PATIENTS AND METHODS
In February 2008, Women & Infants Hospital of Rhode Island implemented a departmental guideline for the use of magnesium sulfate for the prevention of cerebral palsy modeled on the National Institutes of Health trial supporting this use.10 This guideline recommends a 6-g intravenous bolus followed by a constant infusion of 2 g per hour until delivery, or, if delivery is no longer deemed imminent, discontinuation until delivery threatens again, at which point the constant infusion is resumed, or, if 6 hours have elapsed, a repeat bolus infusion is administered followed by a constant infusion.
All told, approximately 8,500 women deliver at Women & Infants Hospital of Rhode Island annually—approximately 2,300 on the resident service, 600 on the maternal-fetal medicine service, and the remainder on various private services. Women were eligible for the protocol if they were admitted with a viable fetus at less than 32 weeks of gestation with one of the following diagnoses: 1) preterm labor defined by contractions and cervical change; 2) preterm premature rupture of membranes; or 3) an obstetric or medical indication for delivery before 32 weeks of gestation, eg, severe preeclampsia or fetal growth restriction. Although the National Institutes of Health trial protocol specified retreatment with magnesium up to 34 weeks of gestation (after previous enrollment before 32 weeks), for ease of implementation, our hospital guideline capped enrollment and retreatment at 31 weeks 6 days of gestation.
To assess uptake, indications, and safety, we analyzed data from 4 months before implementation of the guideline (October 2007 through January 2008) to establish a preprotocol baseline, and for the subsequent 3 years, with data collection ending February 2011. Institutional review board approval was obtained from Women & Infants Hospital of Rhode Island.
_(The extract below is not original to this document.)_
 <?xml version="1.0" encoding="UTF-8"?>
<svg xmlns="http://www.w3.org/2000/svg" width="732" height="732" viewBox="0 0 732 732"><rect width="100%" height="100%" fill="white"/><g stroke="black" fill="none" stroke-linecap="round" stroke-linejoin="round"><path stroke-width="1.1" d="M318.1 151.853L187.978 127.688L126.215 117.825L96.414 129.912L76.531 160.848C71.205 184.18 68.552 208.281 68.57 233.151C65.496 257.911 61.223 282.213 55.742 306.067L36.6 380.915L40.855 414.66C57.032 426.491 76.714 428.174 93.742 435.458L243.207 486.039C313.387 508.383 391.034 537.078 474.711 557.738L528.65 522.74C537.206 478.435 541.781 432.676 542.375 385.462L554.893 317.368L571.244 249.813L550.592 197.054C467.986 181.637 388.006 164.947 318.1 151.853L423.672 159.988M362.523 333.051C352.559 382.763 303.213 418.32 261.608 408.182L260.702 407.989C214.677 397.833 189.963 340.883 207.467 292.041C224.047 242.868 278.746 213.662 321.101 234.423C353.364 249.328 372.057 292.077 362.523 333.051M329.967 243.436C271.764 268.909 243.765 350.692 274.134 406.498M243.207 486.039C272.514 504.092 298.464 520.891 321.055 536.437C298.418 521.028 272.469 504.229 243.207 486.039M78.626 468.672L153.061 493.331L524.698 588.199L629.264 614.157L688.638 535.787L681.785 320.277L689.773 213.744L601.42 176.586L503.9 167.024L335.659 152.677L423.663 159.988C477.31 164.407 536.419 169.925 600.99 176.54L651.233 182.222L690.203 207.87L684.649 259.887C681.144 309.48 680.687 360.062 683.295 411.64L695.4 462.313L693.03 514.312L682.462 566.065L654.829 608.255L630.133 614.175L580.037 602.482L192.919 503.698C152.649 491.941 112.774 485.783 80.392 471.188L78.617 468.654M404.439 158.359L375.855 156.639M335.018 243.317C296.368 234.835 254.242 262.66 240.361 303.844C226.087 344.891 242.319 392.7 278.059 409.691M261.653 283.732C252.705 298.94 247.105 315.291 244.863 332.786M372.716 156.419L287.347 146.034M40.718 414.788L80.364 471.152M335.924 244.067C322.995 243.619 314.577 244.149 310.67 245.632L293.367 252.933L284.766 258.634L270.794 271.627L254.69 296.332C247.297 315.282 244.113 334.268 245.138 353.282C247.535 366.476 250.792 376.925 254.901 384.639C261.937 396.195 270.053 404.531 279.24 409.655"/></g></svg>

To ascertain women eligible for this study, we queried our comprehensive pharmacy database to identify women who received either betamethasone or dexamethasone for fetal maturation during the study period. At Women & Infants Hospital of Rhode Island and its referring hospitals, only women who deliver precipitously before 34 weeks of gestation (without time for administration of medications) do not receive at least one injection of glucocorticoids for fetal maturation. Records of transfer to the maternal-fetal medicine service from an outside hospital were also queried to include patients who may have received betamethasone or dexamethasone at an outside institution but would otherwise qualify for inclusion.
Two of the authors (K.G. and K.B.) hand-abstracted the medical records (including admission notes, emergency room records, pharmacy data, laboratory results, and discharge summaries) of potentially eligible women and their neonates using standardized data collection forms. The primary outcome for this study was the temporal change in the percentage of eligible women who received magnesium sulfate before delivery. Secondary outcomes included use by gestational age at delivery, diagnosis (eg, preterm labor), service (maternal-fetal medicine compared with resident clinic compared with private), mode of delivery, and potentially magnesium-attributable maternal or perinatal complications. To assess for the possibility of overuse, we calculated the percentage of women treated with magnesium sulfate who delivered after 32, 34, and 37 weeks of gestation. Characteristics of magnesium sulfate dosing were recorded including times of initiation and discontinuation of infusion, bolus doses, number of repeat administrations, and total predelivery dose received. We collected the following neonatal information: Apgar scores, umbilical artery cord pH, need for resuscitation at delivery, individual morbidities or mortality, and any complications attributed to the mother having received magnesium sulfate.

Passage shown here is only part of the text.